One train of thought is to have the bilge pump outlet directed into a cockpit scupper.  The noise from a bilge pump is easily drowned out by other noises when underway and you might not notice the typical red warning light.  Especially during the day.  Bilge water flowing into the cockpit will get your attention in a heartbeat.


----------



## epanzella (Apr 27, 2022)

benmychree said:


> Hard to imagine why someone would discharge bilge water on deck, much better to discharge it over the side of the hull.


It wasn't discharged on deck. The hose came thru the deck and then went to a thru hull fitting to discharge overboard.


----------



## matthewsx (Apr 27, 2022)

Sailboats are always a labor of love....


----------



## cross thread (Apr 29, 2022)

What kind of sailboat ?
Mark .


----------



## woodchucker (Apr 29, 2022)

matthewsx said:


> Sailboats are always a labor of love....

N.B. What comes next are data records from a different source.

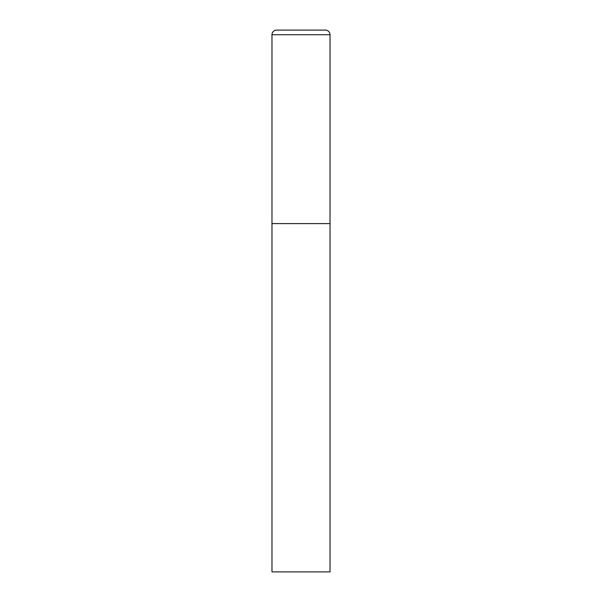 <?xml version="1.0" encoding="UTF-8"?>
<svg xmlns="http://www.w3.org/2000/svg" width="602" height="602" viewBox="0 0 602 602"><rect width="100%" height="100%" fill="white"/><g stroke="black" fill="none" stroke-linecap="round" stroke-linejoin="round"><path stroke-width="0.9" d="M271.976 34.743L271.976 571.9L330.024 571.9L330.024 223.598L271.976 223.598L330.024 223.598L330.024 34.743A4.643 4.643 0 0 0 325.381 30.1L276.619 30.1A4.643 4.643 0 0 0 271.976 34.743L330.024 34.743"/></g></svg>
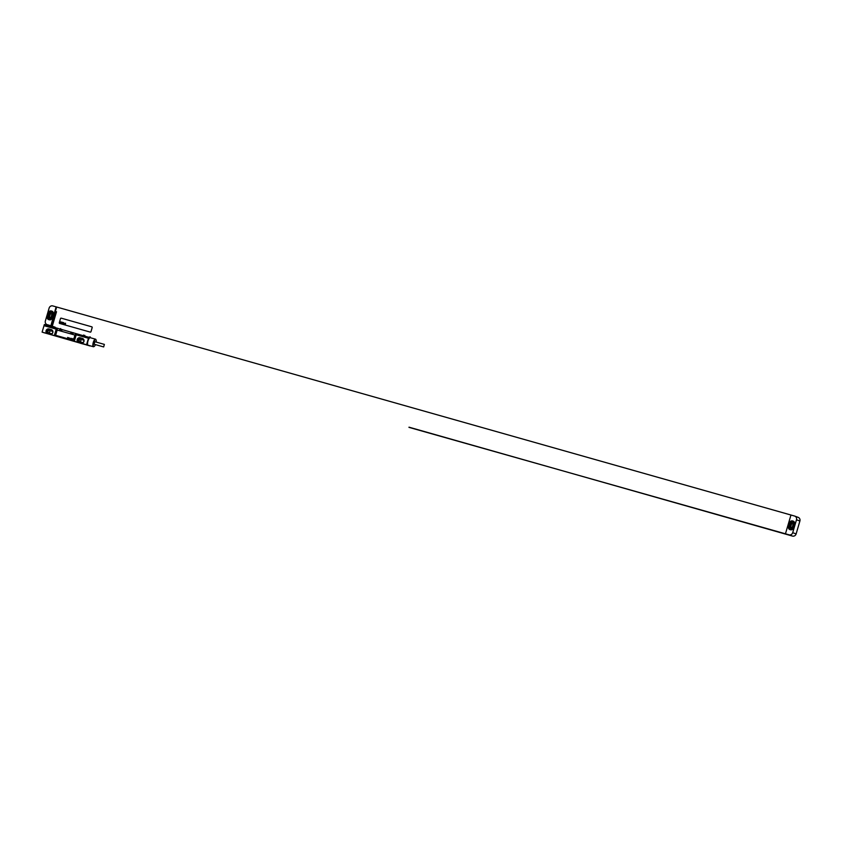 <?xml version="1.0" encoding="UTF-8"?>
<svg xmlns="http://www.w3.org/2000/svg" width="842" height="842" viewBox="0 0 842 842"><rect width="100%" height="100%" fill="white"/><g stroke="black" fill="none" stroke-linecap="round" stroke-linejoin="round"><path stroke-width="1.26" d="M55.13 327.17L50.699 325.959A3.063 2.884 110.3 0 1 50.499 325.896L47.078 324.633A3.063 2.884 -69.7 0 1 45.363 320.981L49.141 308.067A3.063 2.884 -69.7 0 1 52.772 305.92L56.109 306.856L50.909 325.728L56.677 307.025L794.564 516.041A3.063 2.884 -69.7 0 1 796.49 519.767L792.711 532.67L796.122 533.933A3.063 2.884 110.3 0 1 792.49 536.08L409.012 427.178M47.078 324.633A3.063 2.884 -69.7 0 0 47.278 324.696L50.888 325.717M51.351 310.982A2.442 2.305 -69.7 0 0 48.447 312.698L47.278 316.687A2.442 2.305 -69.7 0 0 48.815 319.665L49.257 319.792A2.442 2.305 -69.7 0 0 52.162 318.076L53.33 314.087A2.442 2.305 -69.7 0 0 51.794 311.108L52.299 311.329A2.442 2.305 -69.7 0 0 49.394 313.045L48.226 317.045A2.442 2.305 -69.7 0 0 49.225 319.781M50.436 313.603L49.404 317.118A1.463 1.389 -69.7 0 0 50.225 318.876A1.463 1.389 -69.7 0 0 52.067 317.876L53.099 314.35A1.463 1.389 -69.7 0 0 52.278 312.603A1.463 1.389 -69.7 0 0 50.436 313.603L51.951 314.161L50.92 317.676A1.463 1.389 -69.7 0 0 51.088 318.897M52.941 313.14A1.463 1.389 -69.7 0 0 51.951 314.161M55.119 327.212L50.909 325.728M792.711 532.67A3.063 2.884 -69.7 0 1 789.07 534.828L408.959 427.357M52.299 326.117L56.509 311.74L55.951 311.582L51.741 325.97M59.645 323.433L59.656 323.433A0.61 0.579 -69.7 0 0 59.698 323.454L90.262 332.106A0.61 0.579 -69.7 0 0 90.989 331.674L92.188 327.57A0.61 0.579 -69.7 0 0 91.841 326.843A0.61 0.579 -69.7 0 0 91.841 326.833A0.61 0.579 -69.7 0 0 91.789 326.822L61.224 318.16A0.61 0.579 -69.7 0 0 60.498 318.592L59.298 322.697A0.61 0.579 -69.7 0 0 59.677 323.444L90.241 332.106A0.61 0.579 -69.7 0 0 90.968 331.674L92.167 327.559A0.61 0.579 -69.7 0 0 91.831 326.833L91.831 326.833M56.109 306.856L56.667 307.067M797.984 517.304A3.063 2.884 110.3 0 1 799.9 521.019L796.122 533.933M785.46 533.796L790.954 515.02M788.512 526.66A2.442 2.305 -69.7 0 0 790.049 529.639L790.491 529.755A2.442 2.305 -69.7 0 0 793.406 528.039L794.574 524.05A2.442 2.305 -69.7 0 0 793.038 521.072L792.585 520.945A2.442 2.305 -69.7 0 0 789.68 522.661L788.512 526.66L789.459 527.008A2.442 2.305 -69.7 0 0 790.459 529.755M793.574 521.303L793.543 521.293A2.442 2.305 -69.7 0 0 790.627 523.019L789.459 527.008M791.669 523.566L790.638 527.081A1.463 1.389 -69.7 0 0 791.469 528.839A1.463 1.389 -69.7 0 0 793.311 527.839L794.343 524.324A1.463 1.389 -69.7 0 0 793.511 522.566A1.463 1.389 -69.7 0 0 791.669 523.566L793.185 524.124L792.164 527.65A1.463 1.389 -69.7 0 0 792.322 528.86M794.174 523.103A1.463 1.389 -69.7 0 0 793.185 524.124M56.498 311.782L55.951 311.582M91.02 337.916L44.363 324.507L42.1 332.127L80.537 343.231M80.516 343.304L90.031 345.778M42.1 332.127L86.547 344.725L88.81 337.105M89.968 345.978L86.547 344.725M45.563 333.158L43.047 332.432L45.563 333.158M88.957 345.641L86.442 344.925L88.957 345.641M59.919 328.917L59.708 329.622L61.94 330.253L62.14 329.548M71.033 332.064L70.823 332.769L73.044 333.4L73.254 332.695M74.791 335.674A0.61 0.579 -69.7 0 0 74.391 334.916L57.719 330.201A0.61 0.579 -69.7 0 0 56.993 330.632L55.793 334.737A0.61 0.579 -69.7 0 0 56.193 335.484L72.865 340.21A0.61 0.579 -69.7 0 0 73.591 339.779L74.77 335.663A0.61 0.579 -69.7 0 0 74.422 334.937L74.443 334.937M95.977 339.747A3.915 1.295 105.8 0 0 95.893 339.558A3.915 1.295 105.8 0 0 95.535 339.189L90.252 337.695A3.915 1.295 105.8 0 0 87.968 341.021A3.915 1.295 105.8 0 0 88.115 345.231L93.399 346.725A3.915 1.295 105.8 0 0 93.894 346.609A3.915 1.295 105.8 0 0 94.062 346.483M73.401 340.999L75.285 334.537L88.442 338.263M43.984 325.675L57.203 329.422L55.309 335.874M76.212 334.8L74.328 341.263M51.541 334.8L51.762 334.053A2.473 2.337 -69.7 0 0 51.257 329.611L49.036 328.98A2.473 2.337 -69.7 0 0 46.205 332.485L47.163 332.832L46.941 333.579M45.994 333.232L46.205 332.485M56.214 329.138L54.32 335.59M82.663 343.62L82.884 342.873A2.473 2.337 -69.7 0 0 82.379 338.421L80.158 337.789A2.473 2.337 -69.7 0 0 77.327 341.294L78.274 341.642L78.053 342.399M77.106 342.041L77.327 341.294M51.804 329.843L49.983 329.327A2.473 2.337 -69.7 0 0 47.163 332.832M49.678 330.38A1.379 1.295 -69.7 0 0 48.815 333A1.379 1.295 -69.7 0 0 48.91 333.022L51.13 333.653A1.379 1.295 -69.7 0 0 51.993 331.043A1.379 1.295 -69.7 0 0 51.899 331.011L51.194 330.948A1.379 1.295 -69.7 0 0 49.941 333.316M82.916 338.652L81.106 338.147A2.473 2.337 -69.7 0 0 78.274 341.642M80.79 339.2A1.379 1.295 -69.7 0 0 79.927 341.81A1.379 1.295 -69.7 0 0 80.022 341.841L82.242 342.473A1.379 1.295 -69.7 0 0 83.105 339.863A1.379 1.295 -69.7 0 0 83.021 339.831L82.316 339.758A1.379 1.295 -69.7 0 0 81.053 342.136M52.383 331.285L51.194 330.948M83.505 340.094L82.316 339.758M95.535 339.189A3.915 1.295 105.8 0 0 93.251 342.515A3.915 1.295 105.8 0 0 93.399 346.725M96.167 342.073A3.61 1.189 105.8 0 0 96.062 339.894A3.61 1.189 105.8 0 0 93.62 342.631A3.61 1.189 105.8 0 0 94.22 346.409A3.61 1.189 105.8 0 0 95.451 344.61M104.376 344.399L95.104 341.778L94.336 342.894L94.388 344.304L103.661 346.936L104.376 344.399L103.661 346.936M56.193 335.484L56.172 335.484A0.61 0.579 -69.7 0 0 56.172 335.484L72.844 340.2A0.61 0.579 -69.7 0 0 73.57 339.768L74.77 335.663M60.392 321.739L60.287 322.981L60.392 321.739M61.256 322.233L60.435 322.991L61.256 322.233M61.445 322.033L60.908 323.16L61.445 322.033M62.097 322.223L61.561 323.339L62.097 322.223M62.487 322.328L61.95 323.454L62.487 322.328M63.192 322.528L62.655 323.654L63.192 322.528M63.655 322.665L63.339 323.844L63.655 322.665M64.108 323.265L63.403 323.865L64.108 323.265M64.339 323.286L64.066 323.917L64.339 323.286M64.181 323.244L64.003 324.044L64.181 323.244M65.002 323.517L64.276 324.107L65.002 323.517M65.192 323.328L64.75 324.244L65.192 323.328M65.539 323.202L65.402 324.433L65.539 323.202M67.634 337.442L67.876 338.158L67.634 337.442M68.412 337.663L68.655 338.379L68.412 337.663M69.202 337.884L69.444 338.6L69.202 337.884M70.033 338.768L70.433 338.231L70.033 338.768M71.349 339.147L71.802 338.316L71.349 339.147M72.465 339.463L72.075 338.779L72.465 339.463M73.001 339.537L72.959 338.789L73.001 339.537M50.699 325.959L47.278 324.696M48.447 312.698L49.394 313.045M47.278 316.687L48.226 317.045M49.404 317.118L50.92 317.676M789.07 534.828L792.49 536.08M799.9 521.019L796.49 519.767M789.68 522.661L790.627 523.019M792.585 520.945L793.543 521.293M790.638 527.081L792.164 527.65M89.873 337.495L90.062 336.832M89.778 337.453L89.968 336.8M84.642 335.916L84.81 335.348M83.453 335.579L83.621 335.011M49.036 328.98L49.983 329.327M80.158 337.789L81.106 338.147M798.184 517.367L794.764 516.104M89.957 337.526L90.147 336.853M60.519 329.096L60.666 328.569"/></g></svg>
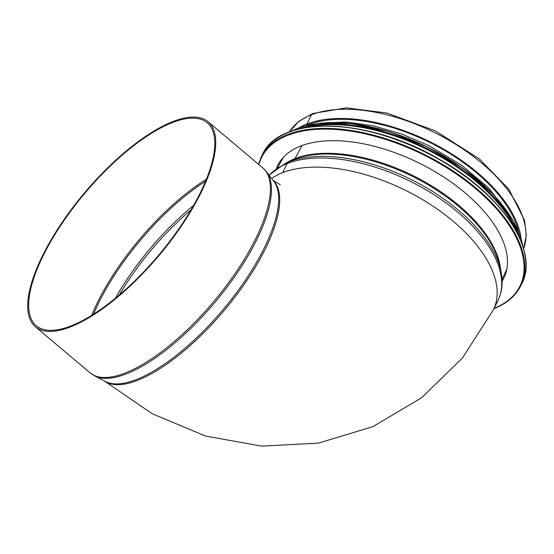 <?xml version="1.0" encoding="UTF-8"?>
<svg xmlns="http://www.w3.org/2000/svg" width="554" height="554" viewBox="0 0 554 554"><rect width="100%" height="100%" fill="white"/><g stroke="black" fill="none" stroke-linecap="round" stroke-linejoin="round"><path stroke-width="0.83" d="M104.138 380.861L152.343 413.81L205.534 436.046L261.765 446.136L318.508 443.089L372.787 426.698L421.587 397.779L462.355 358.071L493.337 309.894A131.09 67.803 26.5 0 0 431.047 204.883A131.09 67.803 26.5 0 0 282.616 172.682A131.09 67.803 26.5 0 0 271.599 178.43A131.09 67.803 26.5 0 1 282.616 172.682A131.09 67.803 26.5 0 1 431.047 204.883A131.09 67.803 26.5 0 1 493.337 309.894L497.88 300.767A131.09 67.803 26.5 0 0 435.596 195.763A131.09 67.803 26.5 0 0 287.166 163.562A5.291 4.1 -111.3 0 1 288.828 161.886L294.181 159.4A2.645 2.05 68.7 0 0 294.977 158.631L302.103 145.522L294.984 158.631A2.645 2.05 -111.3 0 1 294.181 159.4L288.828 161.886A5.291 4.1 68.7 0 0 287.166 163.562L282.616 172.682L287.166 163.562A131.09 67.803 26.5 0 0 269.175 175.272M305.566 125.751A129.768 67.117 26.5 0 1 307.823 124.823L306.874 124.027L311.48 114.803A131.09 67.803 26.5 0 1 457.133 145.224A131.09 67.803 26.5 0 1 523.585 248.836L526.3 235.228L524.534 220.312L508.87 189.205L479.293 158.88L435.492 130.945L386.796 113.002L346.215 107.864L312.816 113.528A3.836 2.978 68.7 0 0 311.48 114.803A3.836 2.978 -111.3 0 1 312.816 113.528L299.001 121.236L289.23 132.011M298.911 127.842A131.09 67.803 26.5 0 1 306.874 124.027L307.823 124.823A129.768 67.117 26.5 0 1 431.961 143.548A129.768 67.117 26.5 0 1 518.759 232.043M289.25 132.004A131.09 67.803 26.5 0 1 311.48 114.803L306.881 124.027A131.09 67.803 26.5 0 1 436.981 145.397A131.09 67.803 26.5 0 1 521.092 238.622M199.835 193.755A132.683 48.184 130.1 0 1 113.889 299.479A132.683 48.184 130.1 0 1 36.218 325.704A132.683 48.184 130.1 0 1 84.88 193.194A132.683 48.184 130.1 0 1 207.231 122.787A132.683 48.184 130.1 0 1 199.835 193.755M200.617 193.45A134.006 48.669 130.1 0 1 113.805 300.226A134.006 48.669 130.1 0 1 35.366 326.715A134.006 48.669 130.1 0 1 84.513 192.882A134.006 48.669 130.1 0 1 208.082 121.776A134.006 48.669 130.1 0 1 200.617 193.45M276.308 168.638A126.326 65.337 26.5 0 1 277.665 165.528A126.326 65.337 26.5 0 1 419.877 163.423A126.326 65.337 26.5 0 1 503.78 278.267A126.326 65.337 26.5 0 1 502.111 281.224M500.871 270.788L499.604 264.902A126.208 65.275 26.5 0 0 415.825 178.083A126.208 65.275 26.5 0 0 294.181 159.4A126.208 65.275 26.5 0 0 290.85 160.819L285.386 163.354A130.273 67.38 26.5 0 1 288.828 161.886A130.273 67.38 26.5 0 1 414.392 181.165A130.273 67.38 26.5 0 1 500.871 270.788C503.247 281.785 502.249 291.778 497.88 300.767M286.203 162.973A125.8 65.06 26.5 0 1 294.977 158.631A125.8 65.06 26.5 0 1 420.832 179.676A125.8 65.06 26.5 0 1 500.684 269.909M115.405 298.246A129.955 47.194 130.1 0 1 193.581 205.479M119.318 294.984A129.768 47.125 130.1 0 1 191.033 209.89M93.557 314.166A132.544 48.136 130.1 0 1 205.576 181.255M91.763 315.288A132.683 48.184 130.1 0 1 206.379 179.295M208.082 121.776L262.769 167.869A134.006 48.669 130.1 0 1 255.304 239.543A134.006 48.669 130.1 0 1 168.499 346.319A134.006 48.669 130.1 0 1 90.06 372.807L35.366 326.715M94.519 375.799L105.177 381.408A131.25 47.665 130.1 0 0 263.87 248.76A131.25 47.665 130.1 0 0 273.815 181.317L266.481 171.761A133.846 48.607 130.1 0 1 256.343 240.533A133.846 48.607 130.1 0 1 94.519 375.799L90.06 372.807M273.254 180.583A131.09 47.609 130.1 0 1 264.902 249.75A131.09 47.609 130.1 0 1 181.345 353.099A131.09 47.609 130.1 0 1 104.367 380.979M258.856 164.573A144.331 74.645 26.5 0 1 444.82 166.602A144.331 74.645 26.5 0 1 494.106 308.336M258.483 164.254L261.287 156.858A144.857 74.922 26.5 0 1 424.35 154.441A144.857 74.922 26.5 0 1 520.559 286.127C515.49 296.148 506.619 303.654 493.939 308.647M261.287 156.858L262.409 154.608A144.857 74.922 26.5 0 1 425.479 152.191A144.857 74.922 26.5 0 1 521.681 283.877L520.559 286.127M305.247 127.801A144.359 74.658 26.5 0 1 517.311 233.532M307.332 127.309A137.711 71.224 26.5 0 1 516.453 231.572M298.876 128.992A138.237 71.501 26.5 0 1 427.176 148.791A138.237 71.501 26.5 0 1 520.192 239.335M291.501 131.173A138.237 71.501 26.5 0 1 427.799 147.537A138.237 71.501 26.5 0 1 522.893 246.544M310.406 124.761A137.759 71.251 26.5 0 1 516.64 227.583M285.386 163.354L269.085 175.154M283.281 157.44L277.665 167.689M506.862 268.912L502.056 279.562M266.481 171.761L262.769 167.869M280.241 184.731L273.053 180.327M262.409 154.608C279.652 114.643 368.445 117.323 439.537 159.42C501.896 194.17 539.7 251.052 521.681 283.877M291.03 131.34L317.712 123.403L351.534 123.57L389.427 131.79L427.917 147.309L463.469 168.707L492.838 194.018L513.323 220.935L523.038 247.022M319.305 123.217L346.146 122.005L372.835 125.716L400.833 133.708L428.685 145.557L461.468 165.12L488.926 188.228L512.519 219.543"/></g></svg>

and a hole in the ocean where your money goes..
All boats are like that unless you are making money from it.

Sailboat fittings are so expensive, even simple catches for the lines.


----------



## Bi11Hudson (May 1, 2022)

Then there is the tale about the electronics _expert_ installing a new depth guage. He drilled a hole in the hull for the transducer while the boat was in the water. I have heard this tale to varying degrees from the Atlantic side of Florida to Palau.(near Phillipines) Don't know if there is any truth, although the tale had to come from somewhere. But a landlubber working on a boat is a hazardous thing.

.


----------



## matthewsx (May 1, 2022)

Bi11Hudson said:


> Then there is the tale about the electronics _expert_ installing a new depth guage. He drilled a hole in the hull for the transducer while the boat was in the water. I have heard this tale to varying degrees from the Atlantic side of Florida to Palau.(near Phillipines) Don't know if there is any truth, although the tale had to come from somewhere. But a landlubber working on a boat is a hazardous thing.
> 
> .


My San Juan 7.7 was hit by lightning before I got it and sank to the bottom of the bay because a through hull fitting of some sort blew out from the surge.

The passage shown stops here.